● Task to complete
Look for the word "onRequestPermissionsResult". Copy every line of the listing where it occurs.

● Given records

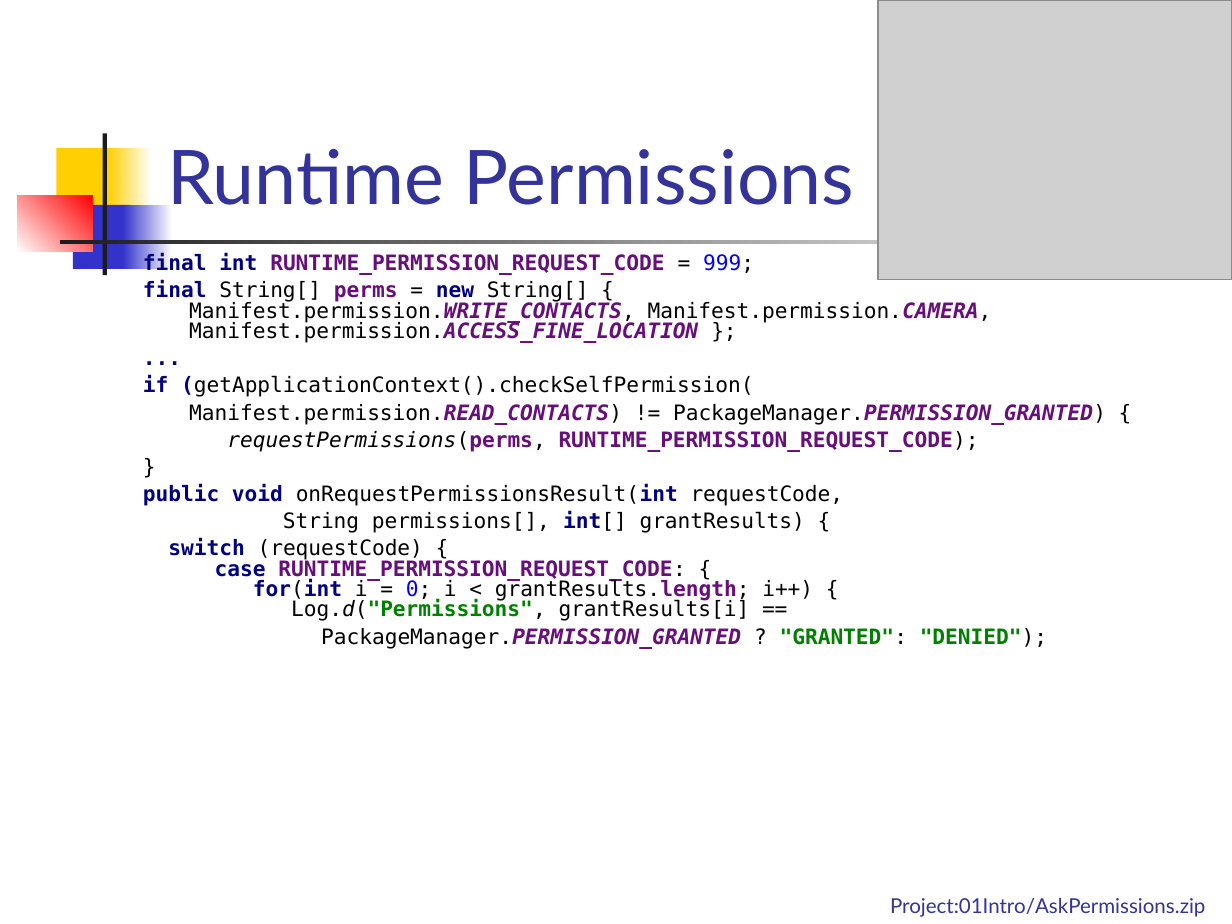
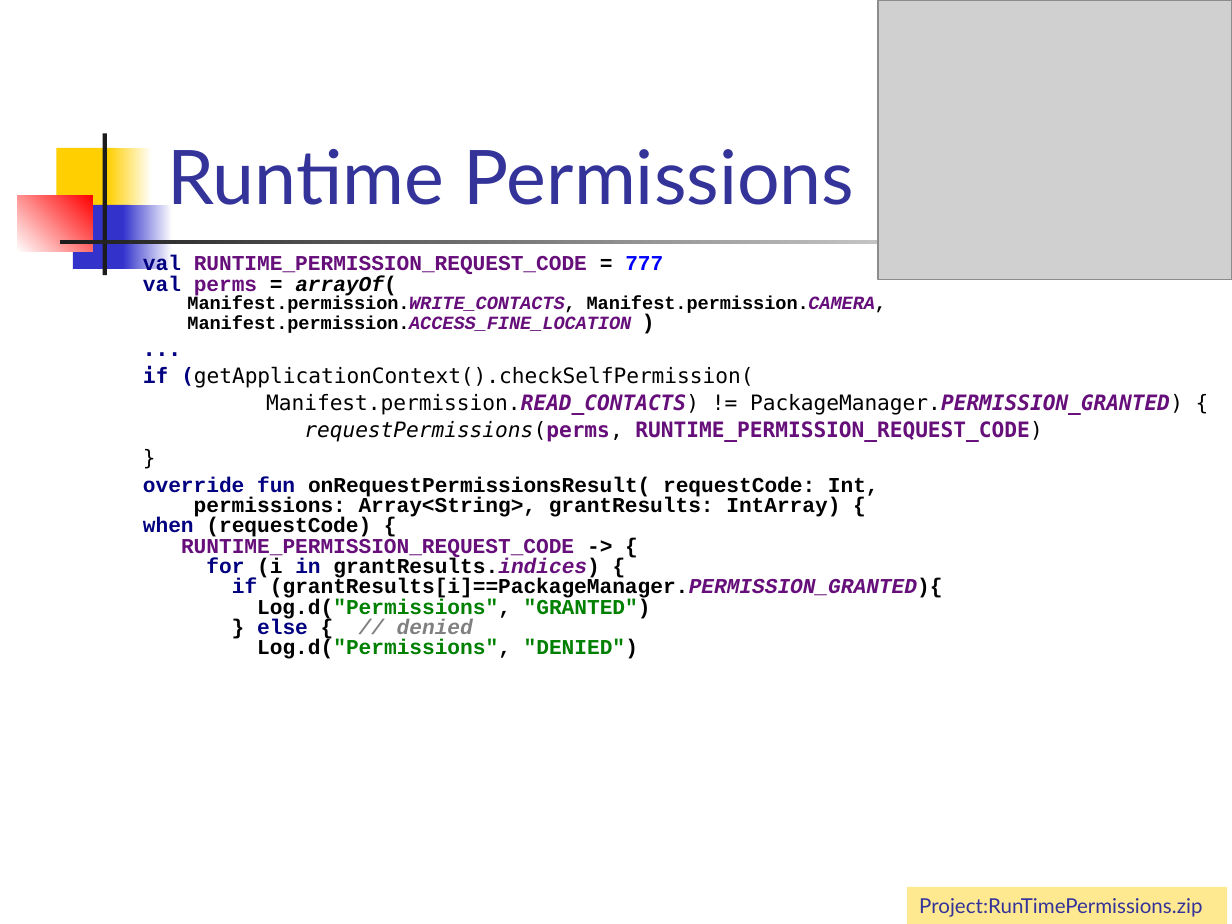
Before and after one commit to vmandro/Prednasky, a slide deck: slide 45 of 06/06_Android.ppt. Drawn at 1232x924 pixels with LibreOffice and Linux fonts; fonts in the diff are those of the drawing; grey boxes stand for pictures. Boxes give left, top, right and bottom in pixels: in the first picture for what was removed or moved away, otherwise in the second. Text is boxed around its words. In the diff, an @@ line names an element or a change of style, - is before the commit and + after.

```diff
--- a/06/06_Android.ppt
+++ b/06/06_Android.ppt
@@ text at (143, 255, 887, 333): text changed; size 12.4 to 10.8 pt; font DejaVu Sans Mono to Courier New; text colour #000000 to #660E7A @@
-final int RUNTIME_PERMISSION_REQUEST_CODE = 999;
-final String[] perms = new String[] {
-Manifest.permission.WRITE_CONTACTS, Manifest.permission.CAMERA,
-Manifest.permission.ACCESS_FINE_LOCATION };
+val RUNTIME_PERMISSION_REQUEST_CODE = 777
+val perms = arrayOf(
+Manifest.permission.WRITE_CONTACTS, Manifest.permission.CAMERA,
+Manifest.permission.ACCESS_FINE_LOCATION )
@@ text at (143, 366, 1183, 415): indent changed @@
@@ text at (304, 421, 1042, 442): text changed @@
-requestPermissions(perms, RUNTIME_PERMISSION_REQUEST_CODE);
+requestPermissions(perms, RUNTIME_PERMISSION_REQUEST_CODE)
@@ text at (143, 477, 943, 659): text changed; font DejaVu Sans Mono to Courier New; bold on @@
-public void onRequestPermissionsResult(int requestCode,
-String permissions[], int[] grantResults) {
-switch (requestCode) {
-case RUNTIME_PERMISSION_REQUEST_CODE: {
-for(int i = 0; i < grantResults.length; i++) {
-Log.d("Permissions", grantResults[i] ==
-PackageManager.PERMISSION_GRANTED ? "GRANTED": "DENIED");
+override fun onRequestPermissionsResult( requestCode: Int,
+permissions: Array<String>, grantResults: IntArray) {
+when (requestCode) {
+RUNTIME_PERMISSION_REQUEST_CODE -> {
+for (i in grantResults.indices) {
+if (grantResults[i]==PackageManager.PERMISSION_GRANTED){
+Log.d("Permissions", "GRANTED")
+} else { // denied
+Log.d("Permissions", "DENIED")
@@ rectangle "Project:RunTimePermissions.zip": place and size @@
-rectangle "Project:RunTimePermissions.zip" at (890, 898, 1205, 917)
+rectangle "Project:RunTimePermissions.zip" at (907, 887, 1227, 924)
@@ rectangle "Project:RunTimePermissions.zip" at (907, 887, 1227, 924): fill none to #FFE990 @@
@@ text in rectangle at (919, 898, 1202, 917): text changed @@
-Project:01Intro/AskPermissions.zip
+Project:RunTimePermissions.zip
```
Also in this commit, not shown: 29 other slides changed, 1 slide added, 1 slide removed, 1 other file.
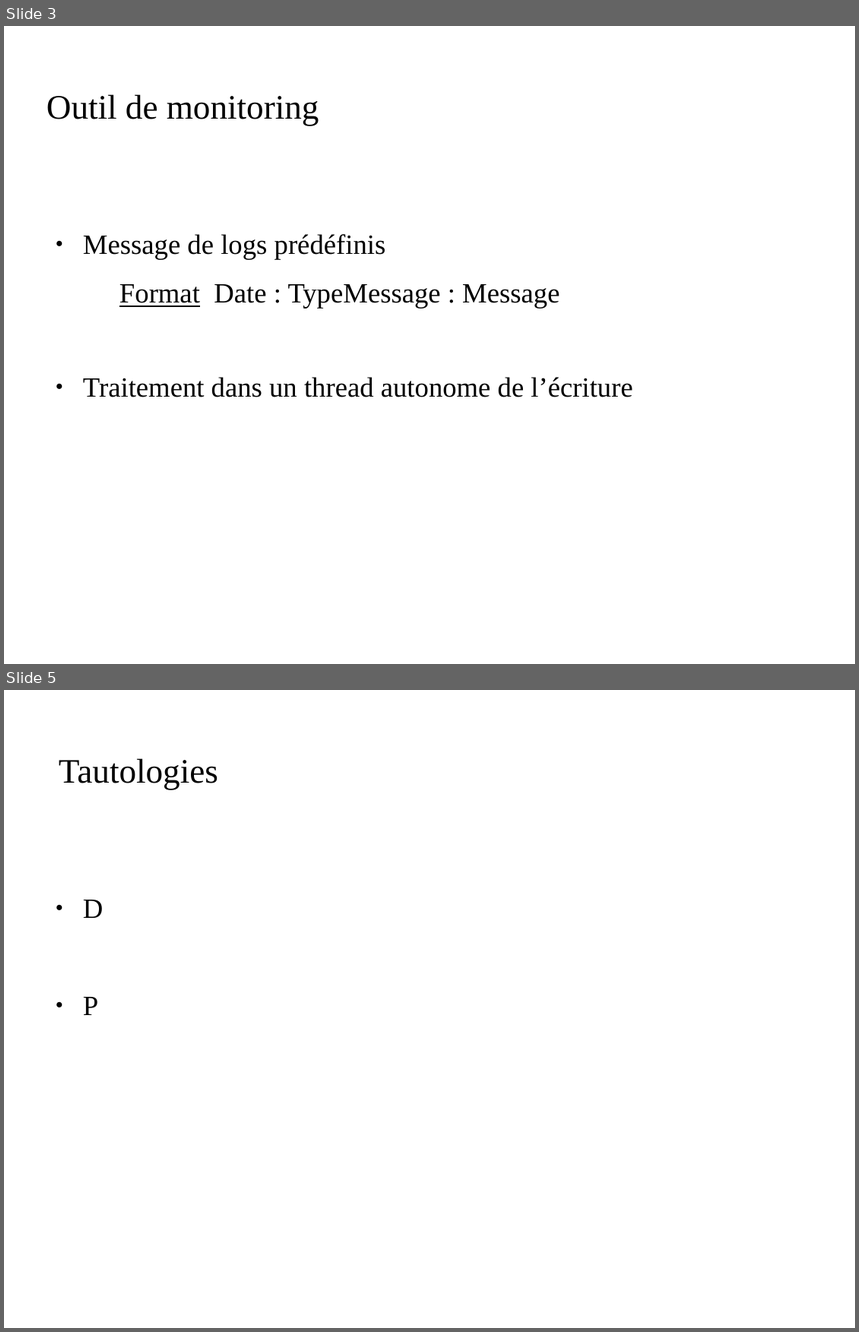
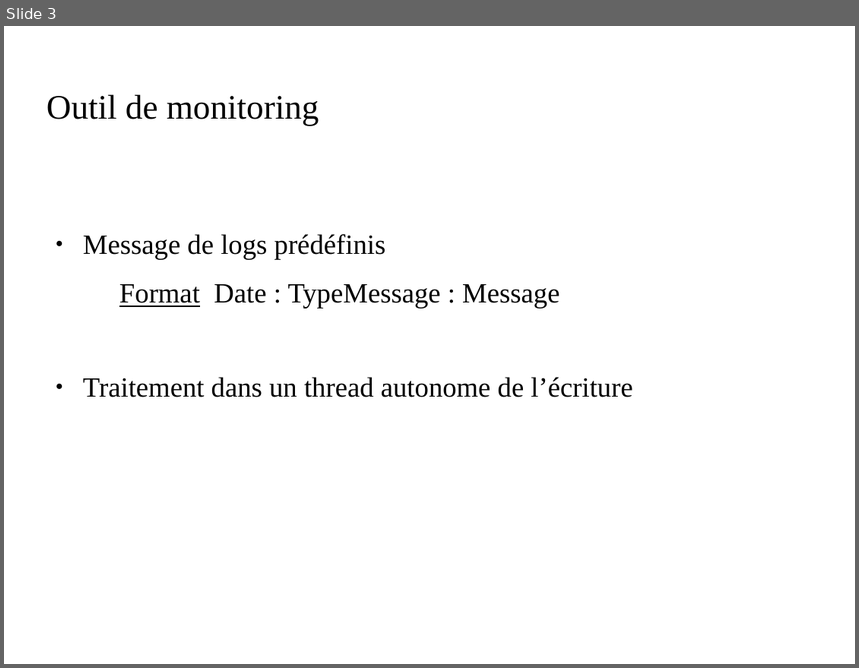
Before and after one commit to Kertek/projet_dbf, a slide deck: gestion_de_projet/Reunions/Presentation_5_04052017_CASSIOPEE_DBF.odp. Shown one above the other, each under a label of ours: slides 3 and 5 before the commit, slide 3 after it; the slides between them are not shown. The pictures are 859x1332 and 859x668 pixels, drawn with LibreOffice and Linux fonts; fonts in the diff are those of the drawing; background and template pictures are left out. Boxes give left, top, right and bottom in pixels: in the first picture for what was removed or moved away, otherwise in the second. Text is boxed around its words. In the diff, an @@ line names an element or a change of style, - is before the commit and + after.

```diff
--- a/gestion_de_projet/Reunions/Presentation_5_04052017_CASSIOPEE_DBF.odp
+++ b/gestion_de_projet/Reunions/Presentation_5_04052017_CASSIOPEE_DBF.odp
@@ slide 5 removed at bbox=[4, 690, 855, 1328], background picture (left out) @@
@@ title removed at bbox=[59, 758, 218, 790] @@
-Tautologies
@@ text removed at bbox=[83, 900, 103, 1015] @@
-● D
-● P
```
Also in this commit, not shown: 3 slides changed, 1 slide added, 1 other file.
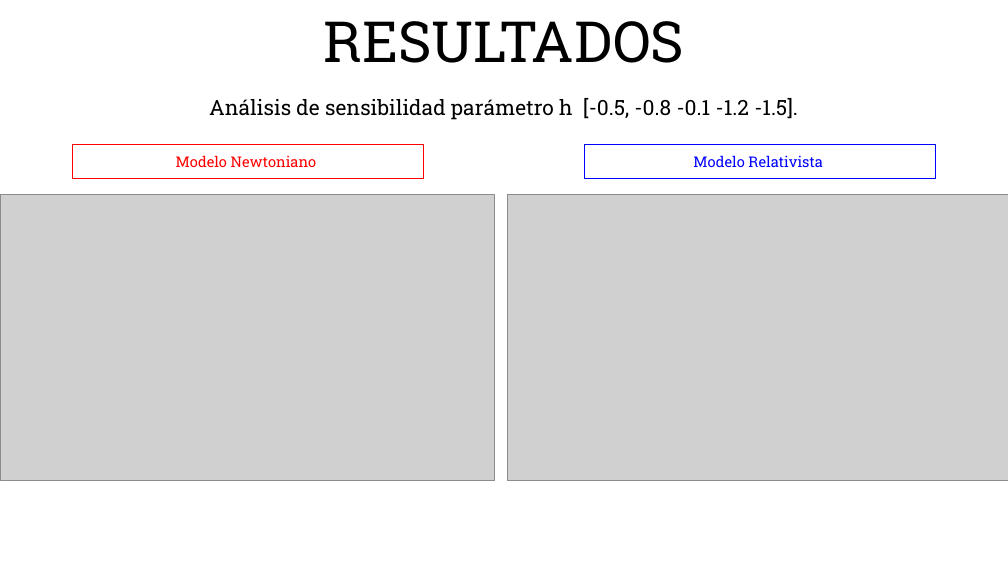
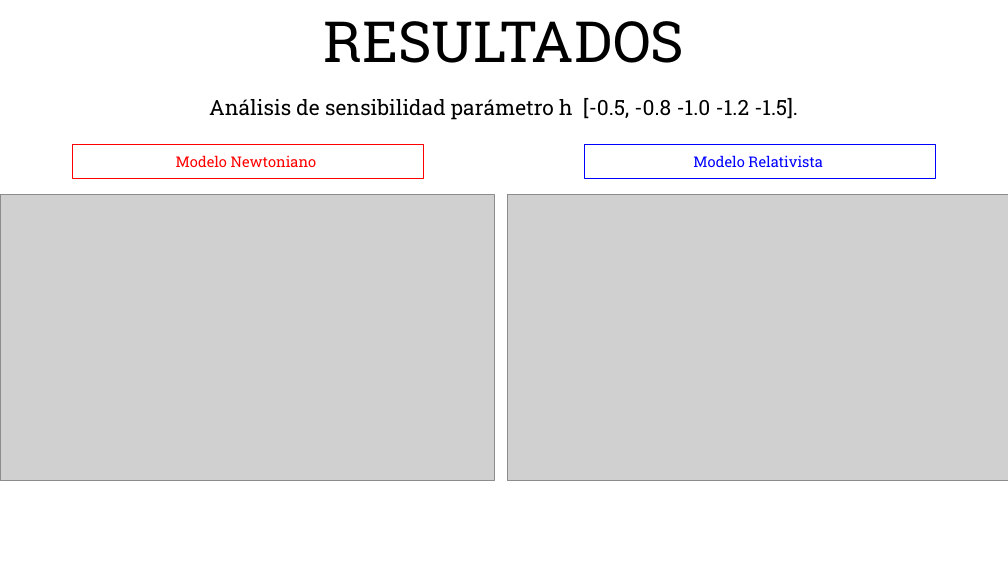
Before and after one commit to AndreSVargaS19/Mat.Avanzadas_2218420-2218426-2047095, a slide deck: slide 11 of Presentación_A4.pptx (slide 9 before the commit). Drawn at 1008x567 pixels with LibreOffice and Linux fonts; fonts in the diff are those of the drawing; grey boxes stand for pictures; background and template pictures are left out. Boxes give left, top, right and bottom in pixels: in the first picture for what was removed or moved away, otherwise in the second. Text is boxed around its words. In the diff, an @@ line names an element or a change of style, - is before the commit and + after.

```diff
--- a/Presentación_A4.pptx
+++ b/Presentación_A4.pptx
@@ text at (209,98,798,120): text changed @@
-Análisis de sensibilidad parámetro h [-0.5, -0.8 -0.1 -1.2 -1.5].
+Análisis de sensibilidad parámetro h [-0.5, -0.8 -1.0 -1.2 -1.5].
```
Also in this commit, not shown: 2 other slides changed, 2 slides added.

● Exercise response
-public void onRequestPermissionsResult(int requestCode,
+override fun onRequestPermissionsResult( requestCode: Int,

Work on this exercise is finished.